Analysis of the wale density of the produced knitted fabrics (Table 4) showed that the values of this parameter remained similar for all the tested fabrics, regardless of the adopted knitting process. Course density was almost the same for fabrics K-001 and K-003 (88 and 87 courses per 10 cm, respectively), but was considerably higher for variant K-002 (114) as can be seen from Table 2 and Table 5. This is attributable to applying different needle knock-over depths in fabrics K-001 and K-003 vs. K-002.

3.2.2. Determination of Fabric Thickness and Areal Density

Tests were performed for the knitted fabric made of unmodified Lyocell fibers, as well as for fabrics made of nanosilica-modified fibers with immobilized silver nanoparticles. Measurement results in the form of mean values of areal density and thickness, standard deviations, and variation coefficients of the tested parameters are given in Table 6 and Table 7.
Analysis of the results contained in Table 6 shows that fabric variants K-001 and K-003 are characterized by a similar areal density of approximately 50 g/m2, in contrast to variant K-002, which has a larger areal density of about 56 g/m2. This is due to its higher course density, resulting from a lower needle knock-over depth in the knitting process.
The data contained in Table 7, presenting the results of thickness measurements, indicate similar values for fabrics K-001 and K-002, amounting to 0.37 mm and 0.38 mm, respectively. The smallest thickness was found for variant K-003 (0.36 mm), which results from its smoother surface in organoleptic assessment. These properties may arise from the specific conditions of fiber making as well as from the fabric production technology.

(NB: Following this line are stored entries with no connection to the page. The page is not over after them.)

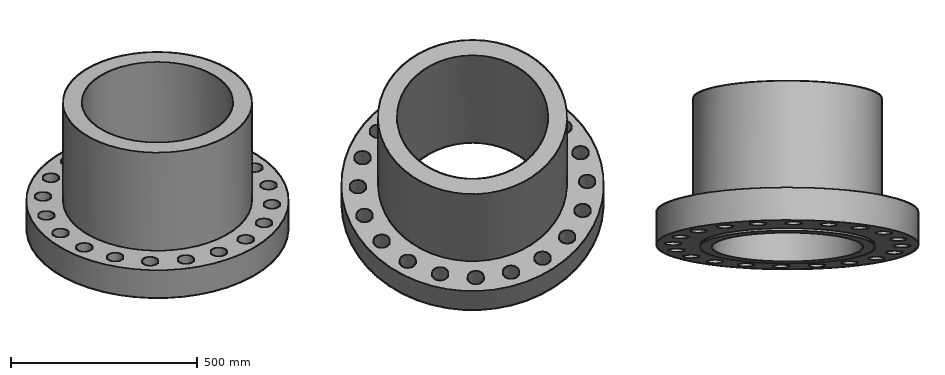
import cadquery as cq

INCH = 25.4

overall_height = 16.0 * INCH
bore_diameter = 16.0 * INCH
neck_diameter = 20.0 * INCH
flange_diameter = 27.75 * INCH
flange_thickness = 3.5 * INCH
raised_face_diameter = 18.5 * INCH
raised_face_height = 0.25 * INCH

bolt_count = 20
bolt_circle_diameter = 24.25 * INCH
bolt_hole_diameter = 1.75 * INCH

flange_bottom = raised_face_height
flange_top = flange_bottom + flange_thickness


def disc(diameter, bottom, top):
    """Solid cylinder on the Z axis between two heights."""
    return cq.Workplane("XY").workplane(offset=bottom).circle(diameter / 2).extrude(top - bottom)


def bolt_holes():
    """Ring of through-hole cutters, the first one on the +X axis."""
    return (
        cq.Workplane("XY")
        .workplane(offset=flange_bottom)
        .polarArray(bolt_circle_diameter / 2, 0, 360, bolt_count)
        .circle(bolt_hole_diameter / 2)
        .extrude(flange_thickness)
    )


raised_face = disc(raised_face_diameter, 0, flange_bottom)
flange = disc(flange_diameter, flange_bottom, flange_top).cut(bolt_holes())
neck = disc(neck_diameter, flange_top, overall_height)
bore = disc(bore_diameter, 0, overall_height)

result = raised_face.union(flange).union(neck).cut(bore)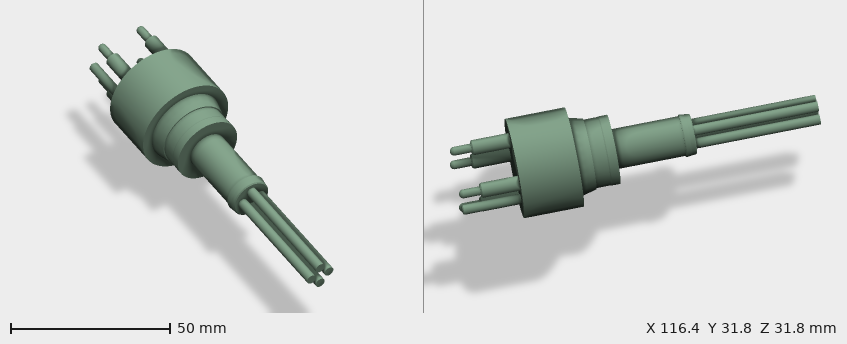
import cadquery as cq
import math

pin_dome_length = 1.2
pin_shoulder_x = 6.8
key_tip_x = 0.5
body_front_x = 19.2
body_rear_x = 38.3
taper_end_x = 43.2
step_start_x = 47.9
step_end_x = 48.2
flange_end_x = 51.0
lip_start_x = 72.9
lip_crest_x = 73.2
lip_taper_x = 74.9
sleeve_end_x = 76.5
overall_length = 116.4

pin_tip_diameter = 2.8
pin_diameter = 4.8
key_diameter = 3.1
body_diameter = 31.8
taper_start_diameter = 25.1
taper_end_diameter = 22.7
flange_front_diameter = 21.9
flange_rear_diameter = 22.1
sleeve_diameter = 12.7
lip_edge_diameter = 13.4
lip_diameter = 13.6
lip_taper_diameter = 13.2
sleeve_rim_diameter = 12.9
wire_diameter = 3.3

pitch_radius = 10.1
pin_offset = pitch_radius / math.sqrt(2)
wire_offset = 3.3

pin_shoulder_chamfer = 0.5
key_chamfer = 0.3
sleeve_end_chamfer = 0.3


def revolve_about_x(profile):
    return profile.close().revolve(360, (0, 0, 0), (1, 0, 0))


def rod(start_x, end_x, diameter, y, z):
    plane = cq.Workplane("YZ", origin=(start_x, y, z))
    return plane.circle(diameter / 2).extrude(end_x - start_x)


def make_body():
    """Round body: head, taper, stepped flange and lipped sleeve."""
    profile = (
        cq.Workplane("XY")
        .moveTo(body_front_x, 0)
        .lineTo(body_front_x, body_diameter / 2)
        .lineTo(body_rear_x, body_diameter / 2)
        .lineTo(body_rear_x, taper_start_diameter / 2)
        .lineTo(taper_end_x, taper_end_diameter / 2)
        .lineTo(taper_end_x, flange_front_diameter / 2)
        .lineTo(step_start_x, flange_front_diameter / 2)
        .lineTo(step_end_x, flange_rear_diameter / 2)
        .lineTo(flange_end_x, flange_rear_diameter / 2)
        .lineTo(flange_end_x, sleeve_diameter / 2)
        .lineTo(lip_start_x, sleeve_diameter / 2)
        .lineTo(lip_start_x, lip_edge_diameter / 2)
        .lineTo(lip_crest_x, lip_diameter / 2)
        .lineTo(lip_taper_x, lip_taper_diameter / 2)
        .lineTo(sleeve_end_x - sleeve_end_chamfer, sleeve_rim_diameter / 2)
        .lineTo(sleeve_end_x, sleeve_rim_diameter / 2 - sleeve_end_chamfer)
        .lineTo(sleeve_end_x, 0)
    )
    return revolve_about_x(profile)


def make_pin(y, z):
    """Stepped contact pin with a rounded tip and a chamfered shoulder."""
    tip_radius = pin_tip_diameter / 2
    sphere_radius = (tip_radius**2 + pin_dome_length**2) / (2 * pin_dome_length)
    half_angle = math.asin(tip_radius / sphere_radius) / 2
    dome_middle = (
        sphere_radius * (1 - math.cos(half_angle)),
        sphere_radius * math.sin(half_angle),
    )
    profile = (
        cq.Workplane("XY")
        .threePointArc(dome_middle, (pin_dome_length, tip_radius))
        .lineTo(pin_shoulder_x, tip_radius)
        .lineTo(pin_shoulder_x, pin_diameter / 2 - pin_shoulder_chamfer)
        .lineTo(pin_shoulder_x + pin_shoulder_chamfer, pin_diameter / 2)
        .lineTo(body_front_x, pin_diameter / 2)
        .lineTo(body_front_x, 0)
    )
    return revolve_about_x(profile).translate((0, y, z))


def make_key():
    """Plain chamfered keying rod on the -Y side."""
    key = rod(key_tip_x, body_front_x, key_diameter, -pitch_radius, 0)
    return key.faces("<X").chamfer(key_chamfer)


result = make_body().union(make_key())

for y_side in (-1, 1):
    for z_side in (-1, 1):
        result = result.union(make_pin(y_side * pin_offset, z_side * pin_offset))

for y_dir, z_dir in ((1, 0), (0, 1), (-1, 0), (0, -1)):
    wire_y = y_dir * wire_offset
    wire_z = z_dir * wire_offset
    result = result.union(rod(sleeve_end_x, overall_length, wire_diameter, wire_y, wire_z))

3.2.3. Determination of Tensile Strength and Relative Elongation of Knitted Fabrics

Tests were performed for all three variants of the produced fabrics: K-001, K-002, and K-003. Results are given in Table 8 and Table 9 as maximum force and tensile elongation values, standard deviations, and variation coefficients.
Maximum force measurements [N] along the wales and courses (Table 8) indicate that the values of the tested parameter for all fabric variants were much higher when the samples were stretched along the wales as compared to the courses. Fabrics K-001 and K-003 exhibited the highest maximum force of approx. 217 N and 210 N (along the wales), while the lowest value was recorded for K-002 (approx. 178 N). Analysis of this parameter for fabrics stretched along the courses revealed the highest value for fabric K-002 (approx. 45 N) and the lowest for K-001 (approx. 23 N). The parameter measured for fabric K-003 was about 30 N. For variant K-002, the maximum force was the highest among all the knitted fabrics stretched along the courses due to the largest number of loops per unit length in the direction of stretching (the highest course density).
Test results (Table 9) show that for all knitted fabric variants, relative elongation was significantly lower along the wales vs. along the courses. The smallest relative elongation along the wales was recorded for fabrics K-001 (approx. 20%) and K-003 (approx. 23%), and the highest for variant K-002 (approx. 39%). Analysis of this parameter along the courses reveals that relative elongation reached 382% for variant K-002, 398% for K-003 (the highest value), and 366% for K-001 (the lowest value).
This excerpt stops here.